At the same time, however, there's a need for more strategically-oriented staff who can help automate as many processes as possible. Where once trades were settled with reams of paper, they are now settled electronically through facilities such as Euroclear and Clearsteam, which hold securities electronically and transfer them from one owner to another.

In this context, one of the biggest challenges for operations divisions is finding a way of automating the settlement of complex derivatives trades, many of which are still settled manually.

Key players

It's harder to quantify 'key players' in operations than in other sectors – all banks have operations divisions and success isn't just down to the number of people who work in them and the number of trades they process. However, research company Z/Yen does its best to rank operations departments on the basis of client satisfaction and core processing abilities. On these measures, ABN AMRO and Morgan Stanley were the key players for equities and fixed income respectively in 2006.

Roles and career paths

Electronic systems have vastly increased the speed with which simple trades are processed. One example was the introduction of electronic trading on the London Stock Exchange in 1986, when it replaced floor trading as part of a series of measures known as the 'Big Bang' that made the City of London more competitive. But derivative trades are often too complex to be settled electronically and tasks are still done manually: trades are often confirmed by fax, for example.

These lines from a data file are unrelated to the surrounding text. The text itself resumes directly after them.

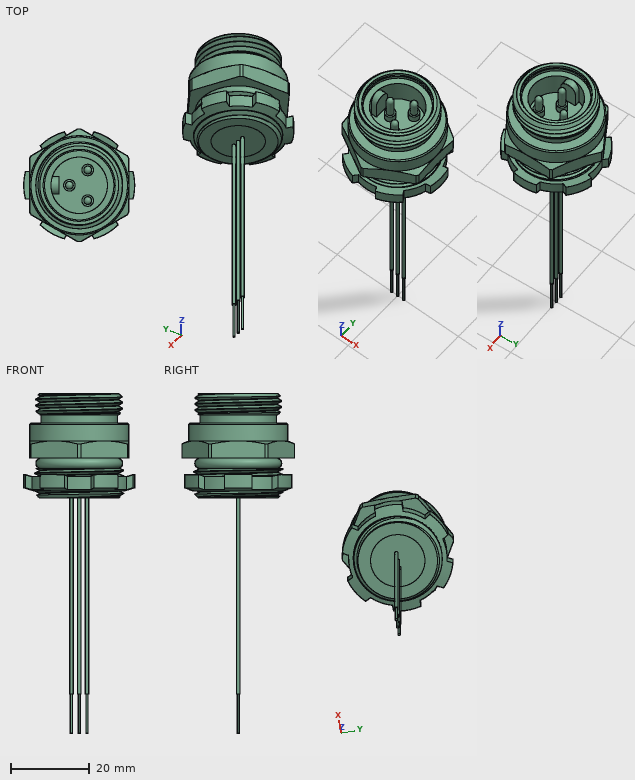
import cadquery as cq
import math


top_z = 86.8
plug_thread_bottom_z = 81.25
collar_top_z = 79.2
hex_top_z = 74.65
hex_bottom_z = 70.2
housing_bottom_z = 60.1
insert_face_z = 85.15
wire_strip_z = 10.0

collar_radius = 12.7
collar_chamfer = 0.35
hex_sides = 6
hex_corner_radius = 14.4
hex_chamfer_height = 0.8
neck_radius = 9.8

plug_root_radius = 10.1
plug_crest_radius = 11.1
plug_pitch = 1.6
plug_crest_z = 86.0
panel_root_radius = 10.15
panel_crest_radius = 11.4
panel_pitch = 1.5
panel_crest_z = 67.1
root_flat = 0.2
crest_flat = 0.2
ridge_embed = 0.1
thread_overrun = 0.2

mouth_radius = 9.2
mouth_depth = 0.8

seal_tube_radius = 1.3
seal_outer_radius = 11.1
seal_center_radius = seal_outer_radius - seal_tube_radius
seal_z = hex_bottom_z - seal_tube_radius
seal_seat_radius = seal_center_radius - seal_tube_radius
panel_thread_top_z = seal_z - seal_tube_radius

nut_rim_radius = 12.6
lug_span = 28.4
lug_radius = lug_span / 2
lug_width = 7.1
lug_count = 6
nut_edge_top_z = 66.05
nut_edge_bottom_z = 62.7
nut_face_slope = 0.3

insert_radius = 8.85
insert_stem_radius = 6.95
insert_shoulder_z = 74.65
socket_radius = 7.2
socket_depth = 6.95
socket_floor_z = insert_face_z - socket_depth

key_width = 4.5
key_inner_x = -5.2

pin_diameter = 2.0
pin_radius = pin_diameter / 2
pin_base_radius = 1.5
pin_base_height = 2.1
earth_pin_position = (-2.5, 0)
line_pin_x = 2.2
line_pin_y = 3.9
line_pin_tip_z = insert_face_z - 0.2
earth_pin_tip_z = line_pin_tip_z + 1.4

wire_spacing = 2.0
jacket_radius = 0.48
conductor_radius = 0.3


def cylinder(radius, bottom, top, center=(0, 0)):
    """Upright cylinder between two levels."""
    return cq.Workplane("XY", origin=(*center, bottom)).circle(radius).extrude(top - bottom)


def revolved(points):
    """Solid of revolution about Z from (radius, level) points."""
    return cq.Workplane("XZ").polyline(points).close().revolve(360, (0, 0, 0), (0, 1, 0))


def thread_ridge(root_radius, crest_radius, pitch, crest_z, bottom, top):
    """Right-handed helical ridge with a crest at crest_z on the +X side, covering bottom to top."""
    turns_below = math.ceil((crest_z - bottom) / pitch) + 1
    start_z = crest_z - turns_below * pitch
    height = (math.ceil((top - start_z) / pitch) + 1) * pitch
    inner_radius = root_radius - ridge_embed
    half_root = (pitch - root_flat) / 2
    half_crest = crest_flat / 2
    flank_slope = (half_root - half_crest) / (crest_radius - root_radius)
    half_base = half_root + flank_slope * ridge_embed
    path = cq.Workplane(cq.Wire.makeHelix(pitch, height, root_radius)).translate((0, 0, start_z))
    section = (
        cq.Workplane("XZ")
        .polyline([
            (inner_radius, start_z - half_base),
            (crest_radius, start_z - half_crest),
            (crest_radius, start_z + half_crest),
            (inner_radius, start_z + half_base),
        ])
        .close()
    )
    return section.sweep(path, isFrenet=True)


def plug_thread():
    """Upper thread, chamfered at both ends."""
    depth = plug_crest_radius - plug_root_radius
    envelope = revolved([
        (0, plug_thread_bottom_z),
        (plug_root_radius, plug_thread_bottom_z),
        (plug_crest_radius + thread_overrun, plug_thread_bottom_z + depth + thread_overrun),
        (plug_crest_radius + thread_overrun, top_z - depth - thread_overrun),
        (plug_root_radius, top_z),
        (0, top_z),
    ])
    ridge = thread_ridge(plug_root_radius, plug_crest_radius, plug_pitch, plug_crest_z,
                         plug_thread_bottom_z, top_z)
    return cylinder(plug_root_radius, plug_thread_bottom_z, top_z).union(ridge.intersect(envelope))


def panel_thread():
    """Lower thread that carries the lock nut, chamfered at its bottom end."""
    depth = panel_crest_radius - panel_root_radius
    envelope = revolved([
        (0, housing_bottom_z),
        (panel_root_radius, housing_bottom_z),
        (panel_crest_radius + thread_overrun, housing_bottom_z + depth + thread_overrun),
        (panel_crest_radius + thread_overrun, panel_thread_top_z),
        (0, panel_thread_top_z),
    ])
    ridge = thread_ridge(panel_root_radius, panel_crest_radius, panel_pitch, panel_crest_z,
                         housing_bottom_z, panel_thread_top_z)
    core = cylinder(panel_root_radius, housing_bottom_z, panel_thread_top_z)
    return core.union(ridge.intersect(envelope))


def hex_flange():
    """Hexagon with trimmed corners and a coned top face; flats face +X and -X."""
    corner_diameter = 2 * collar_radius / math.cos(math.pi / hex_sides)
    prism = (
        cq.Workplane("XY", origin=(0, 0, hex_bottom_z))
        .transformed(rotate=(0, 0, 180 / hex_sides))
        .polygon(hex_sides, corner_diameter)
        .extrude(hex_top_z - hex_bottom_z)
    )
    envelope = revolved([
        (0, hex_bottom_z),
        (hex_corner_radius, hex_bottom_z),
        (hex_corner_radius, hex_top_z - hex_chamfer_height),
        (collar_radius, hex_top_z),
        (0, hex_top_z),
    ])
    return prism.intersect(envelope)


def insert_envelope():
    """Outer shape of the insert, which is also the stepped bore of the housing."""
    head = cylinder(insert_radius, insert_shoulder_z, insert_face_z)
    stem = cylinder(insert_stem_radius, housing_bottom_z, insert_shoulder_z)
    return head.union(stem)


def make_housing():
    collar = cylinder(collar_radius, hex_top_z, collar_top_z).faces(">Z").edges().chamfer(collar_chamfer)
    neck = cylinder(neck_radius, collar_top_z, plug_thread_bottom_z)
    seal_seat = cylinder(seal_seat_radius, panel_thread_top_z, hex_bottom_z)
    mouth = cylinder(mouth_radius, top_z - mouth_depth, top_z)
    throat = cylinder(insert_radius, insert_face_z, top_z)
    body = hex_flange().union(collar).union(neck).union(seal_seat)
    body = body.union(plug_thread()).union(panel_thread())
    return body.cut(insert_envelope()).cut(throat).cut(mouth)


def make_seal():
    section = cq.Workplane("XZ").center(seal_center_radius, seal_z).circle(seal_tube_radius)
    return section.revolve(360, (-seal_center_radius, 0, 0), (-seal_center_radius, 1, 0))


def make_lock_nut():
    """Dished nut with six parallel-sided lugs, bored to the crest of the panel thread."""
    axis_drop = nut_face_slope * lug_radius
    envelope = revolved([
        (0, nut_edge_bottom_z - axis_drop),
        (lug_radius, nut_edge_bottom_z),
        (lug_radius, nut_edge_top_z),
        (0, nut_edge_top_z - axis_drop),
    ])
    bottom = nut_edge_bottom_z - axis_drop
    height = nut_edge_top_z - bottom
    blank = cylinder(nut_rim_radius, bottom, nut_edge_top_z)
    for index in range(lug_count // 2):
        bar = (
            cq.Workplane("XY", origin=(0, 0, bottom))
            .transformed(rotate=(0, 0, index * 360 / lug_count))
            .rect(2 * lug_radius, lug_width)
            .extrude(height)
        )
        blank = blank.union(bar)
    return blank.intersect(envelope).cut(cylinder(panel_crest_radius, bottom, nut_edge_top_z))


def coding_key():
    """Round-topped key on the socket wall, level with the insert's face."""
    length = socket_radius + key_inner_x
    round_z = insert_face_z - key_width / 2
    post_height = round_z - socket_floor_z
    post = (
        cq.Workplane("XY", origin=(key_inner_x - length / 2, 0, socket_floor_z))
        .rect(length, key_width)
        .extrude(post_height)
    )
    crown = cq.Workplane("YZ", origin=(-socket_radius, 0, round_z)).circle(key_width / 2).extrude(length)
    return post.union(crown)


def contact_pin(position, tip_z):
    """Round-nosed pin standing in a wider base on the socket floor."""
    base = cylinder(pin_base_radius, socket_floor_z, socket_floor_z + pin_base_height, position)
    shank = cylinder(pin_radius, socket_floor_z, tip_z - pin_radius, position)
    nose = cq.Workplane("XY", origin=(*position, tip_z - pin_radius)).sphere(pin_radius)
    return base.union(shank).union(nose)


def wire(x):
    """Jacketed wire with a stripped end."""
    jacket = cylinder(jacket_radius, wire_strip_z, housing_bottom_z, (x, 0))
    conductor = cylinder(conductor_radius, 0, wire_strip_z, (x, 0))
    return jacket.union(conductor)


def make_contact_insert():
    socket = cylinder(socket_radius, socket_floor_z, insert_face_z)
    insert = insert_envelope().cut(socket).union(coding_key())
    insert = insert.union(contact_pin(earth_pin_position, earth_pin_tip_z))
    for side in (-1, 1):
        insert = insert.union(contact_pin((line_pin_x, side * line_pin_y), line_pin_tip_z))
    for step in (-1, 0, 1):
        insert = insert.union(wire(step * wire_spacing))
    return insert


housing = make_housing()
seal = make_seal()
lock_nut = make_lock_nut()
contact_insert = make_contact_insert()

result = cq.Compound.makeCompound([
    housing.solids().val(),
    seal.solids().val(),
    lock_nut.solids().val(),
    contact_insert.solids().val(),
])

The large number of documents required for derivatives transactions creates roles for documentation specialists.Whether you work with derivatives or not, most operations jobs also have a strategic element – banks use operations staff to analyse ways of making processes more efficient and project managers implement their suggestions; the more senior you become, the more likely is that you will be assigned to this kind of strategic or project management role.

Pay

If you work in operations, you won't get the gargantuan bonuses of the front office. On the other hand, you'll probably leave before 8pm most nights.

According to recruitment firm Morgan McKinley, the best-paid operations staff help settle the complex derivative trades mentioned above. It says the average salary for a senior trade support professional was £60k to £90k in 2007, plus a 40% to 80% bonus.

Skills

Operations employees need to be attentive to detail, have good organisational and time management skills and be creative. Hiring has been buoyant in operations during 2007 and there is strong demand for people with the right skills and attitude, particularly business analysts and project managers, says Martin Killeen, manager of Morgan McKinley's banking operations division: "We have seen a continued increase in demand for individuals to work within prime brokerage as more banks take on new business and break into this lucrative market," he adds.

Operations is a pivotal role, says Richard Moore, EMEA head of campus recruitment at UBS. "The trade is only done when operations has validated, cleared and executed it. There is a convergence of skills – you have to be able to solve problems but also be very client-orientated. It is all about the quality of the experience for the client in that execution," he says.

Operations people need to be able to demonstrate they have good interpersonal and communication skills, work coherently and effectively within a team, manage their time well and have good attention to detail.